In control-flow processing, words must be propagated through the system in a predetermined sequence which makes the platform vulnerable to side-channel attacks. In dataflow processing, the randomization of the order of execution of the algorithm tasks by randomizing the order of feeding the incoming message packets will thwart such attacks.
A packet transmission mode that replaces system buses and lack of a system-wide clock results in a concurrent asynchronous computing are unique features of systems-on-chip using networks-on-chip for communication. Thus, dataflow processing is a natural extension to such systems. Table 1 summarize the comparison between the control flow and DFG processing. 

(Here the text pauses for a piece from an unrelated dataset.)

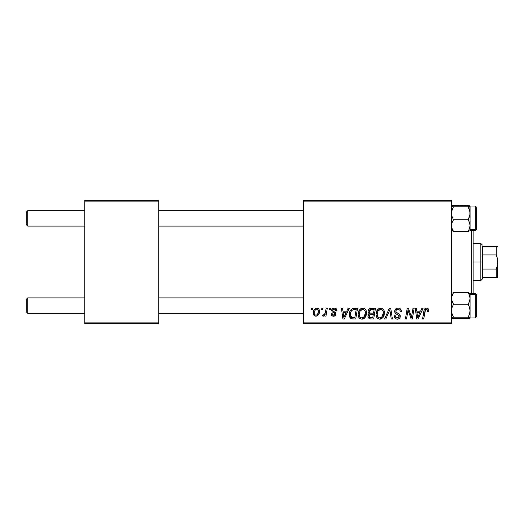 <?xml version="1.0" encoding="UTF-8"?>
<svg xmlns="http://www.w3.org/2000/svg" width="524" height="524" viewBox="0 0 524 524"><rect width="100%" height="100%" fill="white"/><g stroke="black" fill="none" stroke-linecap="round" stroke-linejoin="round"><path stroke-width="0.79" d="M303.612 200.351L451.564 200.351L451.564 201.897L303.612 201.897L303.612 322.103L451.564 322.103L451.564 200.351L303.612 200.351L303.612 201.897L303.612 200.351M358.115 314.361L358.75 311.197L360.767 308.708L363.636 308.191L365.732 309.782L366.473 311.931L366.191 315.278L365.235 317.282L363.63 318.73L361.626 319.155L359.844 318.526L358.554 316.863L358.115 314.361C358.036 317.092 359.281 318.697 361.842 319.162L365.045 317.537L366.518 312.762C366.531 310.103 365.3 308.551 362.818 308.092C359.661 308.846 358.095 310.935 358.115 314.361M346.757 311.177L348.08 308.236L349.292 308.236L344.281 319.024L342.912 319.024L341.432 308.236L342.558 308.236L342.925 311.177L346.757 311.177L342.925 311.177L342.558 308.236L341.432 308.236L342.912 319.024L344.281 319.024L349.292 308.236L348.08 308.236L346.757 311.177M426.523 308.092L428.449 309.127L428.632 311.459L427.505 311.597L427.545 310.175L426.929 309.448L425.521 309.763L423.68 319.024L422.547 319.024L424.23 309.782L425.161 308.498L426.523 308.092C424.892 308.354 424.014 309.363 423.883 311.118L422.547 319.024L423.68 319.024L424.977 311.387L426.451 309.357L427.604 310.66L427.505 311.597L428.632 311.459L428.73 310.477C428.724 308.983 427.984 308.191 426.523 308.092M394.683 311.263L395.24 309.429L396.786 308.289L398.771 308.138L400.637 309.075L401.404 311.747L400.284 311.878L399.923 310.169L398.567 309.402L396.832 309.586L395.843 310.765L396.17 312.199L399.013 313.942L400.107 315.278L400.087 317.452L398.961 318.762L396.648 319.123L394.618 317.813L394.12 315.802L395.24 315.69L395.574 317.072L397.107 317.898L398.594 317.544L399.164 316.365L398.744 315.402L395.371 313.332L394.683 311.263C394.716 312.73 395.424 313.732 396.812 314.282L398.744 315.402L399.164 316.365L397.303 317.904C396.039 317.845 395.351 317.19 395.234 315.939L394.114 316.038C394.264 318.002 395.312 319.044 397.264 319.162C399.137 319.103 400.146 318.147 400.284 316.3L399.013 313.942L396.092 312.108L395.803 311.164C395.987 309.953 396.72 309.35 397.991 309.357L400.002 310.287L400.284 311.878L401.404 311.747C401.443 309.435 400.329 308.217 398.063 308.092C396.013 308.184 394.886 309.245 394.683 311.263M384.596 319.024L389.312 308.236L390.74 308.236L392.391 319.024L391.264 319.024L389.849 309.776L385.808 319.024L384.596 319.024L385.808 319.024L389.849 309.776L391.264 319.024L392.391 319.024L390.74 308.236L389.312 308.236L384.596 319.024M376.049 314.361L376.684 311.197L378.701 308.708L381.57 308.191L383.666 309.782L384.406 311.931L384.125 315.278L383.168 317.282L381.564 318.73L379.559 319.155L377.778 318.526L376.487 316.863L376.049 314.361C375.97 317.092 377.214 318.697 379.776 319.162L382.979 317.537L384.452 312.762C384.465 310.103 383.234 308.551 380.751 308.092C377.594 308.846 376.029 310.935 376.049 314.361M311.197 309.776L311.459 308.236L312.579 308.236L312.343 309.776L311.197 309.776L312.343 309.776L312.579 308.236L311.459 308.236L311.197 309.776M368.064 311.59L368.562 309.776L369.931 308.498L375.485 308.236L373.664 319.024L369.407 318.841L367.992 317.164L368.267 314.852L369.407 313.771L368.385 312.9L368.064 311.59L369.407 313.771L367.92 316.398L369.407 318.841L373.664 319.024L375.485 308.236L371.162 308.236C369.23 308.485 368.195 309.599 368.064 311.59M420.589 311.177L421.912 308.236L423.13 308.236L418.119 319.024L416.75 319.024L415.27 308.236L416.397 308.236L416.757 311.177L420.589 311.177L416.757 311.177L416.397 308.236L415.27 308.236L416.75 319.024L418.119 319.024L423.13 308.236L421.912 308.236L420.589 311.177M411.871 314.819L413.023 308.236L414.156 308.236L412.316 319.024L411.13 319.024L408.045 309.867L406.545 319.024L405.406 319.024L407.227 308.236L408.412 308.236L411.523 317.374L411.871 314.819L411.523 317.374L408.412 308.236L407.227 308.236L405.406 319.024L406.545 319.024L408.045 309.867L411.13 319.024L412.316 319.024L414.156 308.236L413.023 308.236L411.871 314.819M334.279 308.092L336.244 308.793L336.958 310.896L335.838 311.04L335.484 309.658L334.659 309.121L332.871 309.763L332.989 310.961L335.406 312.546L335.969 313.791L335.301 315.625L333.133 316.188L331.627 315.435L331.07 313.837L332.196 313.699L332.589 314.813L333.375 315.219L334.764 314.59L334.712 313.463L332.196 311.793L331.64 310.562L332.452 308.662L334.279 308.092C332.727 308.112 331.843 308.865 331.633 310.365L332.196 311.793L334.744 313.529L334.856 314.164L333.677 315.238L332.196 313.699L331.07 313.837C331.207 315.389 332.052 316.182 333.624 316.221C335.065 316.155 335.851 315.409 335.976 313.987L332.989 310.961L332.753 310.28L334.227 309.075C335.347 309.206 335.884 309.861 335.838 311.04L336.958 310.752C336.88 309.049 335.989 308.164 334.279 308.092M352.626 308.492L357.551 308.236L355.731 319.024L351.355 318.775L349.541 316.562L349.298 314.145L349.724 311.885L351.1 309.501L352.626 308.492C350.333 309.815 349.22 311.859 349.285 314.61C349.154 316.62 349.947 318.042 351.663 318.88L355.731 319.024L357.551 308.236L352.626 308.492M313.28 312.939L314.092 309.776L315.212 308.577L317.066 308.105L318.788 309.049L319.411 310.647L319.267 312.913L317.511 315.756L316.11 316.214L314.754 315.959L313.588 314.675L313.28 312.939C313.228 314.845 314.099 315.933 315.893 316.221C318.369 315.625 319.548 313.961 319.444 311.223C319.437 309.376 318.553 308.335 316.778 308.092C314.374 308.695 313.208 310.313 313.28 312.939L313.287 313.234M321.566 309.776L321.828 308.236L322.948 308.236L322.712 309.776L321.566 309.776L322.712 309.776L322.948 308.236L321.828 308.236L321.566 309.776M325.581 311.374L326.144 308.236L327.284 308.236L325.961 316.083L324.821 316.083L325.109 314.459L323.911 316.018L322.529 315.939L322.974 314.708L323.806 314.917L324.631 314.217L325.581 311.374C325.515 313.031 324.834 314.23 323.537 314.963L322.974 314.708L322.529 315.939L323.288 316.221L325.109 314.459L324.821 316.083L325.961 316.083L327.284 308.236L326.144 308.236L325.581 311.374M329.131 309.776L329.393 308.236L330.513 308.236L330.277 309.776L329.131 309.776L330.277 309.776L330.513 308.236L329.393 308.236L329.131 309.776M303.612 323.649L451.564 323.649L451.564 201.897L303.612 201.897L303.612 323.649L303.612 322.103L451.564 322.103L451.564 323.649L303.612 323.649M84.764 200.351L158.739 200.351L158.739 201.897L84.764 201.897L84.764 322.103L158.739 322.103L158.739 200.351L84.764 200.351L84.764 201.897L84.764 200.351M84.764 323.649L158.739 323.649L158.739 201.897L84.764 201.897L84.764 323.649L84.764 322.103L158.739 322.103L158.739 323.649L84.764 323.649M369.407 313.771L369.06 313.968M367.992 317.164L368.261 317.878M370.049 309.894L374.136 309.494L373.52 313.136L371.143 313.136C369.951 313.247 369.296 312.743 369.184 311.623L369.335 310.798M370.933 309.553L369.8 310.09L369.184 311.623L370.933 309.553M371.247 309.514L371.758 309.501M369.682 317.61L370.822 317.76C369.728 317.872 369.138 317.4 369.04 316.352L369.859 314.708L373.311 314.4L372.741 317.76L370.822 317.76L372.741 317.76L373.311 314.4L370.534 314.479M369.191 315.533L369.544 317.524M379.684 308.256L378.701 308.708M377.509 309.802L377.195 310.247M376.324 312.219L376.199 312.743M376.114 313.28L376.062 313.817M376.055 314.786L376.088 315.212M380.241 319.136L380.699 319.057M381.086 317.564L382.094 316.706L379.808 317.904C378.007 317.551 377.123 316.411 377.169 314.479C377.103 311.787 378.269 310.084 380.666 309.357C382.454 309.697 383.345 310.811 383.332 312.71L382.094 316.706L383.188 314.302L383.195 311.525L382.061 309.822L380.457 309.363M378.656 317.596L379.507 317.885M377.49 316.247L378.177 317.236M388.932 311.97L389.122 311.531M401.397 311.394L401.371 311.04M395.954 313.791L396.812 314.282M397.801 314.806L398.279 315.094M395.004 318.304L396.039 318.972M400.264 315.952L400.212 315.605M399.013 313.942L398.351 313.529M397.67 313.162L397.251 312.933M396.838 312.697L396.439 312.428M396.092 312.108L395.869 311.656M395.843 310.765L395.98 310.391M425.973 308.151L424.931 308.688M424.977 311.387L425.075 310.837M425.18 310.437L425.324 310.044M427.545 310.175L427.604 310.66M417.307 315.153L416.914 312.442L419.973 312.442L417.589 317.845L419.973 312.442L416.914 312.442L417.477 316.496M408.622 311.983L409.008 313.156M409.12 313.476L409.388 314.217M332.891 316.149L332.196 315.9M334.495 314.944L334.764 314.59M343.469 315.153L343.082 312.442L346.141 312.442L343.751 317.845L346.141 312.442L343.082 312.442L343.639 316.496M353.916 308.25L353.484 308.289M349.724 311.885L349.475 312.776M352.691 319.018L353.038 319.024M353.936 309.54L356.202 309.494L354.807 317.76L351.761 317.583L350.405 314.675L350.477 313.575M352.318 317.714L352.816 317.754M350.654 316.352L352.108 317.682M350.648 312.73L350.405 314.675C350.34 311.498 351.794 309.776 354.761 309.494L353.124 309.684L351.748 310.562L353.124 309.684M354.348 309.507L356.202 309.494L354.807 317.76L353.176 317.76M359.575 309.802L359.261 310.247M362.307 319.136L362.765 319.057M363.63 318.73L364.396 318.206M363.152 317.564L364.16 316.706L361.874 317.904C360.073 317.551 359.189 316.411 359.235 314.479C359.169 311.787 360.335 310.084 362.732 309.357C364.521 309.697 365.411 310.811 365.398 312.71L364.16 316.706L365.136 314.819L365.392 312.409L364.92 310.699L363.879 309.651M360.722 317.596L361.573 317.885M359.556 316.247L360.243 317.236M362.313 309.396L360.054 311.204L359.281 313.627L359.366 315.677M319.299 310.077L319.096 309.54M316.162 308.164L314.092 309.776M313.319 312.114L313.293 312.527M317.511 315.756L318.644 314.498M315.382 315.114L315.946 315.238C314.826 314.957 314.308 314.19 314.4 312.946L314.4 312.946C314.334 311.02 315.121 309.73 316.765 309.075C317.891 309.343 318.409 310.103 318.323 311.341C318.428 313.319 317.636 314.623 315.946 315.238L316.103 315.232M314.95 310.555L314.413 312.638M317.668 314.053L318.317 311.656L317.872 309.638L316.457 309.114L315.088 310.28M324.395 315.572L324.782 315.035M369.184 311.623L370.075 313.011L373.52 313.136L374.136 309.494L372.033 309.494M379.808 317.904L380.47 317.819M380.247 309.396L377.987 311.204L377.214 313.627L377.3 315.677M351.748 310.562L351.132 311.479M350.405 314.675L350.536 315.946M361.874 317.904L362.536 317.819M363.663 309.546L362.523 309.363M314.4 312.946L315.212 315.016M316.254 315.212L317.505 314.321M27.739 297.907L26.2 299.453L26.2 311.78L27.739 313.319L27.739 297.907L27.739 313.319L84.764 313.319L27.739 313.319L26.2 311.78L26.2 299.453L27.739 297.907L84.764 297.907L27.739 297.907M158.739 313.319L303.612 313.319L158.739 313.319M303.612 297.907L158.739 297.907L303.612 297.907M27.739 210.681L26.2 212.22L26.2 224.547L27.739 226.093L27.739 210.681L27.739 226.093L84.764 226.093L27.739 226.093L26.2 224.547L26.2 212.22L27.739 210.681L84.764 210.681L27.739 210.681M303.612 210.681L158.739 210.681L303.612 210.681M158.739 226.093L303.612 226.093L158.739 226.093M470.061 308.426L470.061 298.444L469.53 301.418L468.148 304.234L469.524 307.385L470.061 310.719L469.524 314.053L468.148 317.197L469.923 318.068L468.148 318.579L453.47 318.579L451.708 318.068L453.47 317.197L468.148 317.197L470.061 317.891L468.148 318.579L453.47 318.579L451.564 317.891L453.47 317.197L452.094 314.053L451.564 310.719L452.101 307.378L453.47 304.234L451.708 299.964L451.701 296.944L453.47 292.647L468.148 292.647L469.524 295.451L470.061 298.444L470.061 294.39L468.148 292.647L469.524 295.451L470.061 298.444L470.061 317.944L470.061 310.719L469.524 314.053L468.148 317.197L453.47 317.197L452.094 314.053L451.564 310.719L452.101 307.378L453.47 304.234L468.148 304.234L453.47 304.234L452.101 301.438L451.564 298.444L452.094 295.471L453.47 292.647L451.564 293.342M476.224 316.922L476.224 295.235A0.924 0.845 180 0 0 475.301 294.39L475.301 317.839M470.002 318.009L475.301 317.944L475.301 294.39L470.061 294.39L469.923 293.165L468.148 292.647L453.47 292.647M470.061 298.444L469.53 301.418L468.148 304.234L469.524 307.385L470.061 310.719L470.061 294.39L475.301 294.39L475.301 293.283L476.224 294.213L476.224 317.013L475.301 317.944L476.224 317.02M470.061 297.2L470.061 299.119M470.061 317.891L470.061 312.808M475.301 294.39A0.924 0.845 0 0 1 476.224 295.235L476.224 294.311M469.923 293.165L469.53 292.988M468.148 292.647L470.061 294.39L470.061 293.283L475.301 293.283M452.101 292.982L451.708 293.158M451.564 230.658L453.47 231.353L451.564 229.61L453.47 231.353L452.101 228.549L451.564 225.556L452.094 222.582L453.47 219.766L468.148 219.766L469.524 222.562L470.061 225.556L469.53 228.529L468.148 231.353L453.47 231.353L452.101 228.549L451.564 225.556L452.094 222.582L453.47 219.766L452.094 216.615L451.564 213.281L452.101 209.947L453.47 206.803L451.701 205.932L453.47 205.421L468.148 205.421L470.061 206.05L470.061 225.556L470.061 213.281L469.524 216.622L468.148 219.766L453.47 219.766L452.094 216.615L451.564 213.281L452.101 209.947L453.47 206.803L468.148 206.803L453.47 206.803L451.708 206.292L452.094 205.755L468.148 205.421L469.917 205.932L468.148 206.803L469.524 209.947L470.061 213.281L470.061 206.109L468.148 206.803L469.923 211.591L470.061 215.574M475.301 206.161L475.301 229.61A0.924 0.845 0 0 0 476.224 228.765L476.224 207.078M453.47 231.353L468.148 231.353L469.917 230.842L470.061 229.61L475.301 229.61L475.301 206.056L476.224 206.98M469.917 205.932L469.917 214.978L468.148 219.766L469.524 222.562L470.061 225.556L469.53 228.529L468.148 231.353M470.061 225.556L470.061 230.717L475.301 230.717L475.301 229.61L470.061 229.61L470.061 211.192M470.061 224.881L470.061 226.8M476.224 207.131L476.224 229.781L475.438 230.704M476.224 228.765A0.924 0.845 180 0 1 475.301 229.61M469.524 231.018L469.917 230.842M451.701 230.835L452.094 231.012M452.153 205.736L451.701 205.932M469.524 318.245L469.917 318.068M471.6 230.717L471.6 293.283L471.6 230.717M473.139 293.283L473.139 230.717L473.139 293.283M482.388 246.588L482.388 254.939L482.388 246.588L496.261 246.588L482.388 246.588M482.388 262L482.388 254.939L482.388 269.061L482.388 262L480.849 262L482.388 262M473.139 243.503L480.849 243.503L480.849 262L480.849 243.503L482.388 245.049M473.139 262L480.849 262L473.139 262M496.261 277.412L482.388 277.412L482.388 278.951L482.388 269.061L482.388 277.412L497.8 277.412L496.261 277.412L496.261 269.061L482.388 269.061L496.261 269.061L496.261 277.412L497.381 277.412M473.139 280.497L480.849 280.497L480.849 262L480.849 280.497L482.388 278.951M497.695 246.588L496.261 246.588L496.261 254.939L482.388 254.939L496.261 254.939L497.387 258.404L497.8 262L497.381 265.609L496.261 269.061L497.381 265.609L497.8 262L497.695 277.412M497.8 277.412L497.8 261.902M497.8 262L497.387 258.404L496.261 254.939L496.28 246.588M497.381 246.588L496.261 246.588M470.002 205.991L475.301 206.056M475.301 230.717L476.224 229.787"/></g></svg>

IV. SECURE HASH ALGORITHM-3
This section is a brief review of the SHA-3 algorithm with the purpose of implementing it using a dataflow computer as per Section VII. Data integrity and authenticity is a crucial part of a secure system. Technology users become vulnerable to cyber attacks in many levels. Information integrity is a security concern for all involved parties. As a term, data integrity is used to describe the information accuracy and reliability. Exchanging a piece of information between two entities goes through many phases. This information could be altered in any phase such as processing, transforming or storing. Data alteration could be caused by malicious behaviour, system failure or errors by the user. To overcome these issues, cryptographers developed a data integrity vitrification mechanism. Cryptographic hash functions are developed to verify the data integrity. Secure Hash Algorithm-3 (SHA-3) is the latest verification algorithm. In 2004-2005 National Institute of Standard and Technology (NIST) held two hash workshops after cryptanalysis raise a series concerns about the security of the government approved hash function SHA-1. As a result of these workshops, NIST decides to build a new cryptographic hash algorithm for standardization. In 2007 NIST released a call for a new cryptographic hash algorithm SHA-3 family contest [13] . The competition runs from 2007-2012, in 2012 NIST announces the winner candidate who is Keccak [14] .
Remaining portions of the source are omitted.